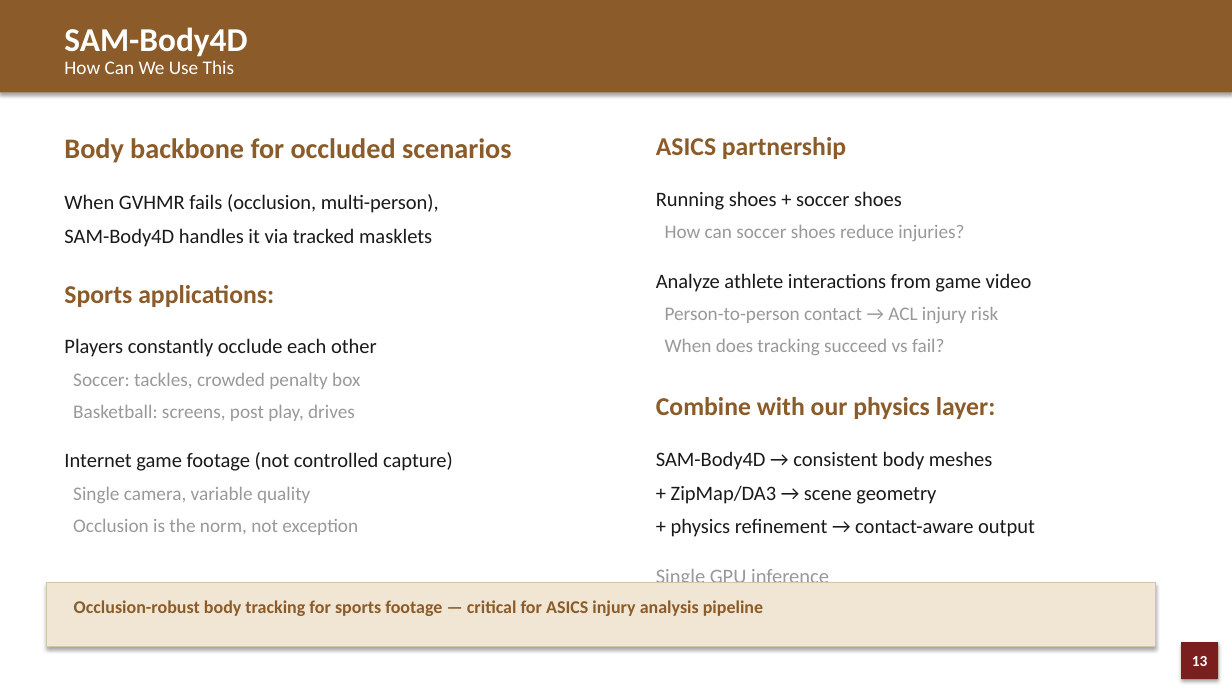
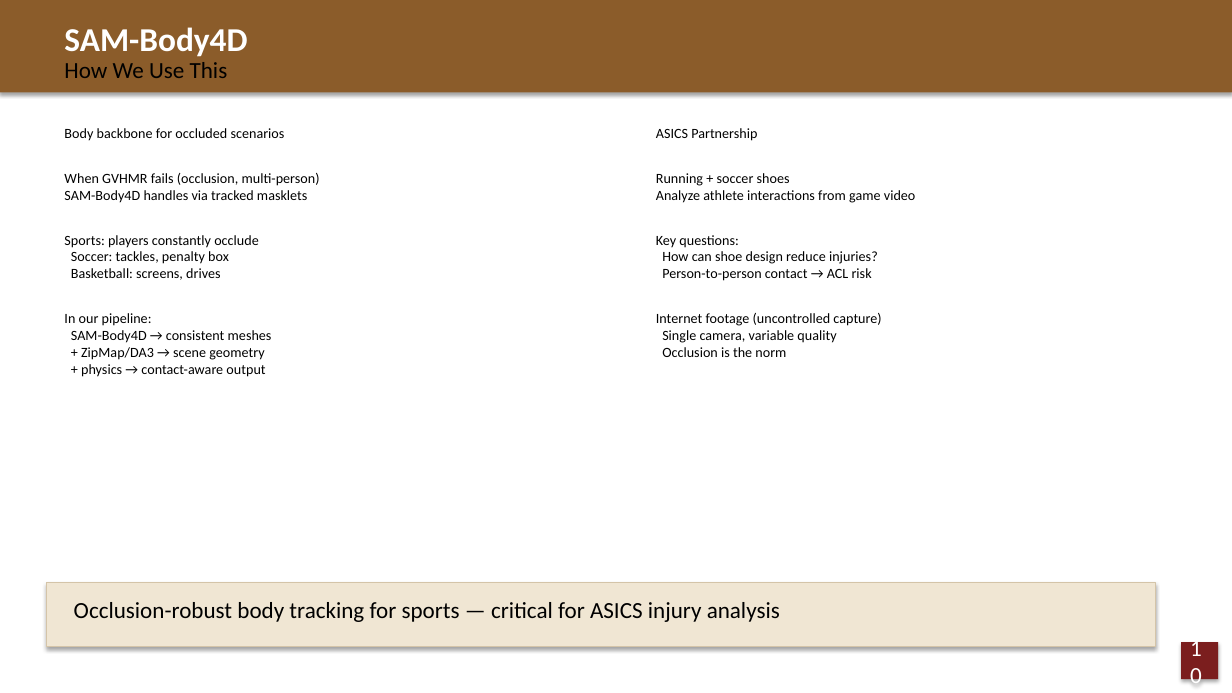
Before and after one commit to JCNTH/Pact3D, a slide deck: slide 10 of Paper_DeepDives.pptx (slide 13 before the commit). Drawn at 1232x693 pixels with LibreOffice and Linux fonts; fonts in the diff are those of the drawing. Boxes give left, top, right and bottom in pixels: in the first picture for what was removed or moved away, otherwise in the second. Text is boxed around its words. In the diff, an @@ line names an element or a change of style, - is before the commit and + after.

```diff
--- a/Paper_DeepDives.pptx
+++ b/Paper_DeepDives.pptx
@@ text at <box>64,62,228,78</box>: text changed; size 15 to 18 pt; text colour #FFFFFF to #000000 @@
-How Can We Use This
+How We Use This
@@ text at <box>64,128,285,141</box>: size 22 to 11 pt, text colour #8B5C2A to #000000, bold off in "Body backbone for occluded scenarios"; line spacing 30.8pt to 1; less space between paragraphs @@
@@ text at <box>656,128,790,186</box>: text changed; size 15 to 11 pt; text colour #999999 to #000000 @@
-ASICS partnership
-Running shoes + soccer shoes
-How can soccer shoes reduce injuries?
+ASICS Partnership
+Running + soccer shoes
@@ text at <box>64,173,320,377</box>: text changed; size 16 to 11 pt; text colour #1A1A1A to #000000 @@
-When GVHMR fails (occlusion, multi-person),
-SAM-Body4D handles it via tracked masklets
-Sports applications:
-Players constantly occlude each other
-Soccer: tackles, crowded penalty box
-Basketball: screens, post play, drives
-Internet game footage (not controlled capture)
-Single camera, variable quality
-Occlusion is the norm, not exception
+When GVHMR fails (occlusion, multi-person)
+SAM-Body4D handles via tracked masklets
+Sports: players constantly occlude
+Soccer: tackles, penalty box
+Basketball: screens, drives
+In our pipeline:
+SAM-Body4D → consistent meshes
++ ZipMap/DA3 → scene geometry
++ physics → contact-aware output
@@ text at <box>656,190,916,203</box>: size 16 to 11 pt, text colour #1A1A1A to #000000 in "Analyze athlete interactions from game video"; line spacing 22.4pt to 1; less space between paragraphs @@
@@ text at <box>656,235,881,357</box>: text changed; size 16 to 11 pt; text colour #1A1A1A to #000000 @@
-Person-to-person contact → ACL injury risk
-When does tracking succeed vs fail?
-Combine with our physics layer:
-SAM-Body4D → consistent body meshes
-+ ZipMap/DA3 → scene geometry
-+ physics refinement → contact-aware output
-Single GPU inference
+Key questions:
+How can shoe design reduce injuries?
+Person-to-person contact → ACL risk
+Internet footage (uncontrolled capture)
+Single camera, variable quality
+Occlusion is the norm
@@ text at <box>74,602,780,622</box>: text changed; size 14 to 18 pt; text colour #8B5C2A to #000000; bold off @@
-Occlusion-robust body tracking for sports footage — critical for ASICS injury analysis pipeline
+Occlusion-robust body tracking for sports — critical for ASICS injury analysis
@@ text in rectangle at <box>1192,656,1208,666</box>: text changed; size 12 to 18 pt; bold off @@
-13
+10
```
Also in this commit, not shown: 16 other slides changed, 5 slides removed.

=======

**TASK DETAILS**
From the material above, please return each line containing "game".

**PROBLEM SOLUTION**
-Internet game footage (not controlled capture)
@@ text at <box>656,190,916,203</box>: size 16 to 11 pt, text colour #1A1A1A to #000000 in "Analyze athlete interactions from game video"; line spacing 22.4pt to 1; less space between paragraphs @@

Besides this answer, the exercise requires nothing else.